In 2020, the Ghana Revenue Authority commenced a comprehensive tax audit on MTN Ghana, spanning the period January 2014 to December 2018.

The said audit focused on all aspects of MTN’s business including Input Value Added Tax claims related to goods and services procured by MTN Ghana, Value Added Tax on services imported by the company and Input Value Added Tax claims related to office premises constructed by the telecom giant.

Unhappy with the tax liability, MTN Ghana which believes it has honoured all its tax obligations went to court to have the GRA order reversed.

The firm thus sought the following reliefs:

a. An order reversing the Respondent’s decision to impose additional Value Added Tax of GHS8,793,598.00 and penalty and interest of GHS10,933,119 on imported services utilized by Appellant for its telecommunication business.

b. An order reversing the Respondent’s decision to impose additional Ghana Education Trust Fund Levy and National Health Insurance Levy of GHC6,379,483.00 and penalty and interest of GHC2,566,124.00 on imported services utilized by the Appellant for its business.

c. An order quashing the parts of the Current Tax Assessment relating to the heads “Disputed Assessment”, and overturning the Objection Decision by Respondent as it relates to those parts.

d. Any other order(s) that the justice of the case requires.

Judgement 

In its ruling, the court presided over by Her Ladyship Justice Afi Agbanu Kudomor on November 9, 2023, said GRA did not err in imposing the tax liability on MTN Ghana.

Below are excerpts of the judgement:

By virtue of the combined effect of the said provision of the Value Added Tax Act, 2013 (Act 870) for imported services, Value Added Tax will not apply only if the imported services were applied in making Taxable supplies (telecommunication business).

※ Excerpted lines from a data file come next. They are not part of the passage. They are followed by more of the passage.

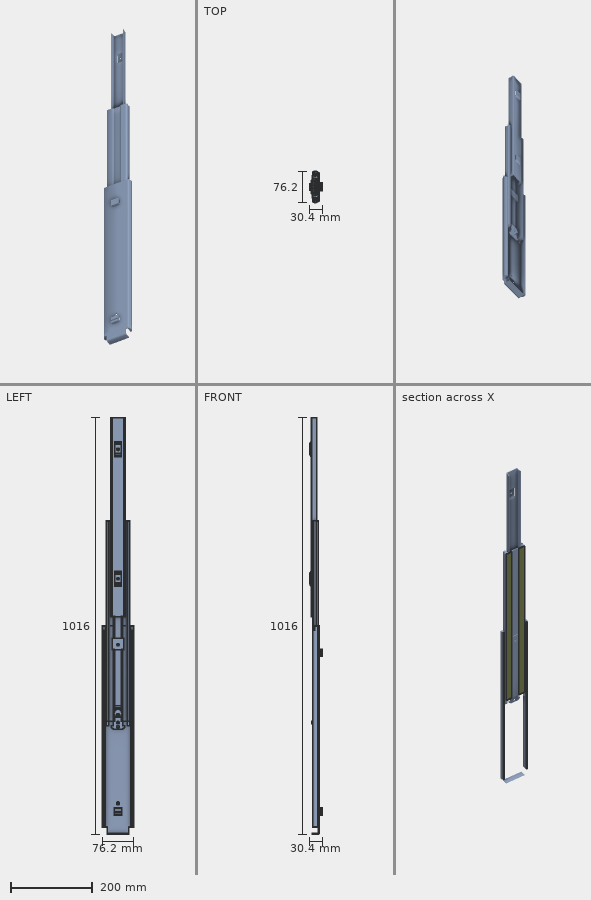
import cadquery as cq
import math


TOTAL_LENGTH = 1016.0
TOTAL_WIDTH = 76.19
TOTAL_DEPTH = 30.39
HOOK_REACH = TOTAL_DEPTH / 2

OUTER_TOP = TOTAL_LENGTH / 2
OUTER_BOTTOM = 17.0
OUTER_WEB_FRONT = 6.0
OUTER_WEB_BACK = 8.4
OUTER_WALL = OUTER_WEB_BACK - OUTER_WEB_FRONT
OUTER_HALF = TOTAL_WIDTH / 2
RACE_X = -1.8
RACE_RADIUS = 8.5
RACE_END_X = 4.6
LIP_X = -8.3
LIP_RELIEF_X = -3.0
LIP_RELIEF_HEIGHT = 10.0
CORNER_Y = 31.5
CORNER_MIDDLE = (7.3, 34.1)
RACE_INNER_Y = 31.5
END_TAB_HALF = 26.7
FOOT_TIP_X = -8.8
FOOT_BEND = 2.5
PILOT_Z = 75.0
PILOT_DIAMETER = 6.0

HOOK_HALF = 9.7
HOOK_HEIGHT = 18.0
HOOK_BASE_X = 12.0
HOOK_POCKET_X = 10.5
HOOK_POCKET_MARGIN = 1.0
HOOK_POCKET_CORNER = 4.0
HOOK_GAP = 3.2
HOOK_GAP_BOTTOM = 6.0
LOWER_HOOK_Z = 46.0
UPPER_HOOK_Z = 433.5

MIDDLE_BOTTOM = 275.4
MIDDLE_TOP = 764.0
MIDDLE_WEB_FRONT = 4.0
MIDDLE_WEB_BACK = 5.8
MIDDLE_HALF = 29.0
MIDDLE_LIP_X = -8.5
MIDDLE_LIP_INNER = 22.0
MIDDLE_LIP_OUTER = 27.4
MIDDLE_LIP_MIDDLE = (-7.0, 28.45)
MIDDLE_CORNER_MIDDLE = (4.6, 27.4)
MIDDLE_CORNER_Y = 24.0
GROOVE_FRONT_X = -5.2
GROOVE_BACK_X = 0.5
GROOVE_DEPTH = 2.0
RIB_HALF = 8.5
RIB_FOOT = 11.5
RIB_RISE = 3.0
RIB_FRONT = MIDDLE_WEB_FRONT - RIB_RISE
RIB_BACK = MIDDLE_WEB_BACK - RIB_RISE

VALLEY_POINTS = [(-3.0, 21.2), (2.5, 18.6), (MIDDLE_WEB_FRONT, 16.0), (MIDDLE_WEB_FRONT, 14.0)]

PAD_HALF = 14.0
PAD_BOTTOM = 450.0
PAD_HEIGHT = 28.5
PAD_FRONT = -1.0
PAD_HOLE_Z = 462.0
PAD_HOLE_DIAMETER = 5.0

STOP_INNER = 23.0
STOP_LENGTH = 11.0
STOP_FRONT = 2.5

INNER_BOTTOM = 531.0
INNER_WEB_FRONT = -12.2
INNER_WALL = 1.8
INNER_WEB_BACK = INNER_WEB_FRONT + INNER_WALL
INNER_FLAT_HALF = 13.6
INNER_NECK_HALF = 16.1
INNER_HALF = 17.5
INNER_CORNER_X = INNER_WEB_FRONT + INNER_NECK_HALF - INNER_FLAT_HALF
INNER_CORNER_MIDDLE = (-11.47, 15.37)
INNER_NECK_X = -4.6
INNER_EDGE_X = 2.0

STRAP_HALF = 8.0
STRAP_HEIGHT = 36.0
STRAP_TOP_RAMP = 4.5
STRAP_BOTTOM_RAMP = 6.5
STRAP_HOLE_DROP = 18.0
STRAP_HOLE_DIAMETER = 5.0
STRAP_TOPS = (957.0, 641.0)

LATCH_TOP = 313.0
LATCH_RAMP = 5.0
LATCH_FRONT = -1.5
LATCH_DISC_Z = 295.0
LATCH_DISC_RADIUS = 10.0
LATCH_DISC_FRONT = -3.0
LATCH_HOLE_ZS = (291.0, 262.0)
LATCH_HOLE_RADIUS = 3.0
LATCH_NECK_HALF = 11.0
LATCH_FOOT_HALF = 16.0
LATCH_FOOT_TOP = 264.0
LATCH_BOTTOM = 256.0
LATCH_FOOT_CHAMFER = 5.0
LATCH_PIN_Z = 272.0
LATCH_PIN_RADIUS = 3.0
LATCH_PIN_TIP = -10.5


def block(x_range, y_range, z_range):
    """A box given by its limits along X, Y and Z."""
    size = [high - low for low, high in (x_range, y_range, z_range)]
    corner = cq.Vector(x_range[0], y_range[0], z_range[0])
    return cq.Workplane(cq.Solid.makeBox(*size, pnt=corner))


def round_bar(x_start, x_end, z, radius):
    """A cylinder along X on the symmetry plane."""
    solid = cq.Solid.makeCylinder(radius, x_end - x_start, cq.Vector(x_start, 0, z), cq.Vector(1, 0, 0))
    return cq.Workplane(solid)


def whole_rail(half_profile, bottom, top):
    """Extrudes a closed half profile and completes it about the XZ plane."""
    half = half_profile.extrude(top - bottom).translate((0, 0, bottom))
    return half.union(half.mirror("XZ")).clean()


def race_point(x):
    """Point of the outer rail's bulged race at the given X."""
    centre_y = OUTER_HALF - RACE_RADIUS
    return (x, centre_y + math.sqrt(RACE_RADIUS**2 - (x - RACE_X) ** 2))


def outer_profile():
    """Half section: flat web, rounded corner and a solid bulged race with a flat inner face."""
    return (
        cq.Workplane("XY")
        .moveTo(OUTER_WEB_FRONT, 0)
        .lineTo(OUTER_WEB_BACK, 0)
        .lineTo(OUTER_WEB_BACK, CORNER_Y)
        .threePointArc(CORNER_MIDDLE, race_point(RACE_END_X))
        .threePointArc((RACE_X, OUTER_HALF), race_point(LIP_X))
        .lineTo(LIP_X, RACE_INNER_Y)
        .lineTo(OUTER_WEB_FRONT, RACE_INNER_Y)
        .close()
    )


def end_foot():
    """Narrow web extension whose lower end is bent towards -X."""
    bend_outer = FOOT_BEND + OUTER_WALL
    bend_x = OUTER_WEB_BACK - bend_outer
    diagonal = math.sqrt(0.5)
    side = (
        cq.Workplane("XZ")
        .moveTo(OUTER_WEB_BACK, OUTER_BOTTOM)
        .lineTo(OUTER_WEB_BACK, bend_outer)
        .threePointArc((bend_x + bend_outer * diagonal, bend_outer * (1 - diagonal)), (bend_x, 0))
        .lineTo(FOOT_TIP_X, 0)
        .lineTo(FOOT_TIP_X, OUTER_WALL)
        .lineTo(bend_x, OUTER_WALL)
        .threePointArc(
            (bend_x + FOOT_BEND * diagonal, bend_outer - FOOT_BEND * diagonal), (OUTER_WEB_FRONT, bend_outer)
        )
        .lineTo(OUTER_WEB_FRONT, OUTER_BOTTOM)
        .close()
    )
    return side.extrude(END_TAB_HALF, both=True)


def add_back_hook(rail, z, split):
    """Pressed-out hook: a bridge behind the web with a catch on it, whole or split in two."""
    z_range = (z, z + HOOK_HEIGHT)
    y_range = (-HOOK_HALF, HOOK_HALF)
    hook = block((OUTER_WEB_BACK, HOOK_REACH), y_range, z_range)
    if split:
        gap_z = z + HOOK_GAP_BOTTOM
        hook = hook.cut(block((HOOK_BASE_X, HOOK_REACH), y_range, (gap_z, gap_z + HOOK_GAP)))
    pocket = block(
        (OUTER_WEB_FRONT, HOOK_POCKET_X),
        y_range,
        (z + HOOK_POCKET_MARGIN, z + HOOK_HEIGHT - HOOK_POCKET_MARGIN),
    )
    pocket = pocket.edges("|X and <Z").fillet(HOOK_POCKET_CORNER)
    return rail.union(hook).cut(pocket)


def make_outer_rail():
    rail = whole_rail(outer_profile(), OUTER_BOTTOM, OUTER_TOP)
    relief = block(
        (LIP_X, LIP_RELIEF_X), (-OUTER_HALF, OUTER_HALF), (OUTER_TOP - LIP_RELIEF_HEIGHT, OUTER_TOP)
    )
    rail = rail.cut(relief).union(end_foot())
    rail = add_back_hook(rail, LOWER_HOOK_Z, split=True)
    rail = add_back_hook(rail, UPPER_HOOK_Z, split=False)
    return rail.cut(round_bar(OUTER_WEB_FRONT, OUTER_WEB_BACK, PILOT_Z, PILOT_DIAMETER / 2))


def middle_profile():
    """Half section: raised rib, web, and a flange with a ball groove in its outer side."""
    groove_bottom = ((GROOVE_FRONT_X + GROOVE_BACK_X) / 2, MIDDLE_HALF - GROOVE_DEPTH)
    return (
        cq.Workplane("XY")
        .moveTo(RIB_BACK, 0)
        .lineTo(RIB_BACK, RIB_HALF)
        .lineTo(MIDDLE_WEB_BACK, RIB_FOOT)
        .lineTo(MIDDLE_WEB_BACK, MIDDLE_CORNER_Y)
        .threePointArc(MIDDLE_CORNER_MIDDLE, (GROOVE_BACK_X, MIDDLE_HALF))
        .threePointArc(groove_bottom, (GROOVE_FRONT_X, MIDDLE_HALF))
        .threePointArc(MIDDLE_LIP_MIDDLE, (MIDDLE_LIP_X, MIDDLE_LIP_OUTER))
        .lineTo(MIDDLE_LIP_X, MIDDLE_LIP_INNER)
        .spline(VALLEY_POINTS + [(RIB_FRONT, RIB_HALF)], includeCurrent=True)
        .lineTo(RIB_FRONT, 0)
        .close()
    )


def make_middle_rail():
    rail = whole_rail(middle_profile(), MIDDLE_BOTTOM, MIDDLE_TOP)
    pad = block((PAD_FRONT, MIDDLE_WEB_FRONT), (-PAD_HALF, PAD_HALF), (PAD_BOTTOM, PAD_BOTTOM + PAD_HEIGHT))
    rail = rail.union(pad)
    rail = rail.cut(round_bar(PAD_FRONT, MIDDLE_WEB_BACK, PAD_HOLE_Z, PAD_HOLE_DIAMETER / 2))
    for y_range in ((-MIDDLE_HALF, -STOP_INNER), (STOP_INNER, MIDDLE_HALF)):
        z_range = (MIDDLE_BOTTOM - STOP_LENGTH, MIDDLE_BOTTOM)
        rail = rail.union(block((STOP_FRONT, MIDDLE_WEB_FRONT), y_range, z_range))
    return rail


def inner_profile():
    """Half section: flat web and a flange that flares out past a neck for the balls."""
    return (
        cq.Workplane("XY")
        .moveTo(INNER_WEB_BACK, 0)
        .lineTo(INNER_WEB_FRONT, 0)
        .lineTo(INNER_WEB_FRONT, INNER_FLAT_HALF)
        .threePointArc(INNER_CORNER_MIDDLE, (INNER_CORNER_X, INNER_NECK_HALF))
        .lineTo(INNER_NECK_X, INNER_NECK_HALF)
        .lineTo(INNER_EDGE_X, INNER_HALF)
        .lineTo(INNER_EDGE_X, INNER_HALF - INNER_WALL)
        .lineTo(INNER_NECK_X, INNER_NECK_HALF - INNER_WALL)
        .lineTo(INNER_WEB_BACK, INNER_NECK_HALF - INNER_WALL)
        .close()
    )


def strap_side(front, back, top, bottom):
    """Trapezoid of a lanced strap: ramps at both ends and a flat front."""
    outline = [
        (back, top),
        (front, top - STRAP_TOP_RAMP),
        (front, bottom + STRAP_BOTTOM_RAMP),
        (back, bottom),
    ]
    return cq.Workplane("XZ").polyline(outline).close().extrude(STRAP_HALF, both=True)


def add_strap(rail, top):
    """Strap pressed out of the web, leaving a window behind it, with a hole in its middle."""
    bottom = top - STRAP_HEIGHT
    raised = strap_side(-HOOK_REACH, INNER_WEB_FRONT, top, bottom)
    window = strap_side(-HOOK_REACH + INNER_WALL, INNER_WEB_BACK, top - INNER_WALL, bottom + INNER_WALL)
    hole = round_bar(-HOOK_REACH, INNER_WEB_BACK, top - STRAP_HOLE_DROP, STRAP_HOLE_DIAMETER / 2)
    return rail.union(raised).cut(window).cut(hole)


def make_inner_rail():
    rail = whole_rail(inner_profile(), INNER_BOTTOM, TOTAL_LENGTH)
    for top in STRAP_TOPS:
        rail = add_strap(rail, top)
    return rail


def make_latch():
    """Latch on the rib of the middle rail, with its foot hanging below the rail's end."""
    shank = (
        cq.Workplane("XZ")
        .polyline(
            [
                (RIB_FRONT, LATCH_TOP),
                (LATCH_FRONT, LATCH_TOP - LATCH_RAMP),
                (LATCH_FRONT, LATCH_FOOT_TOP),
                (RIB_FRONT, LATCH_FOOT_TOP),
            ]
        )
        .close()
        .extrude(RIB_HALF, both=True)
    )
    disc = round_bar(LATCH_DISC_FRONT, RIB_FRONT, LATCH_DISC_Z, LATCH_DISC_RADIUS)
    neck = block(
        (LATCH_FRONT, RIB_FRONT), (-LATCH_NECK_HALF, LATCH_NECK_HALF), (LATCH_FOOT_TOP, MIDDLE_BOTTOM)
    )
    foot = block(
        (LATCH_FRONT, RIB_FRONT), (-LATCH_FOOT_HALF, LATCH_FOOT_HALF), (LATCH_BOTTOM, LATCH_FOOT_TOP)
    )
    foot = foot.edges("|X and <Z").chamfer(LATCH_FOOT_CHAMFER)
    pin = round_bar(LATCH_PIN_TIP, RIB_FRONT, LATCH_PIN_Z, LATCH_PIN_RADIUS)
    latch_body = shank.union(disc).union(neck).union(foot).union(pin)
    for z in LATCH_HOLE_ZS:
        latch_body = latch_body.cut(round_bar(LATCH_DISC_FRONT, RIB_FRONT, z, LATCH_HOLE_RADIUS))
    return latch_body


outer_rail = make_outer_rail()
middle_rail = make_middle_rail()
inner_rail = make_inner_rail()
latch = make_latch()

result = cq.Compound.makeCompound(
    [outer_rail.val(), middle_rail.val(), inner_rail.val(), latch.val()]
)

Value Added Tax will however apply if the imported services were applied in making Exempt supplies (mobile money business).

Respondent was therefore right in applying the definition in section 65 of the Value Added Tax Act, 2013 (Act 870) to the transactions concerned in determining the total cost of imported services and apportioned between the Exempt and Taxable supplies with respect to their contribution to total revenue.

Respondent therefore did not err in law and did not act arbitrarily by imposing Value Added Tax liability on the Appellant for Imported Services for the period January 2014 to December 2017 because of Appellant’s status a Partial Exempt Trader for the period of the assessment.

On the second ground of appeal, it is clear from the provisions of the two statutes as amended that the National Health Insurance (Amendment) Act, 2018 (Act 971) and the Ghana Education Trust Fund Act, 2018 (Act 972) are separate from the Value Added Tax Act 2018 (Act 870).

That, the two laws impose tax on import of service which is not subject to input tax deduction.

The two laws impose tax or levy on import of service which is not subject to input tax deduction irrespective of what the imported service was going to be used for during the period under review.

For the relevant periods in 2018 (August 2018 to December 2018), the Value Added Tax rate of 12.5% was inapplicable on Appellant but the Ghana Educational Trust Fund Levy and National Health Insurance Levy each of 2.5% were applicable on the imported services by Appellant irrespective of whether these imported services were used to produce Taxable or Exempt supplies.

Respondent therefore did not err in law when it imposed National Health Insurance Levy and Ghana Education Trust Fund Levy (together with interest and penalties) on the Appellant on their Imported Services from August 2018 to December 2018 irrespective of whether they were applied to Taxable or Exempt services. It is for these reasons that the instant Tax Appeal fails. There will be no order as to costs. Each party is to bear its own costs.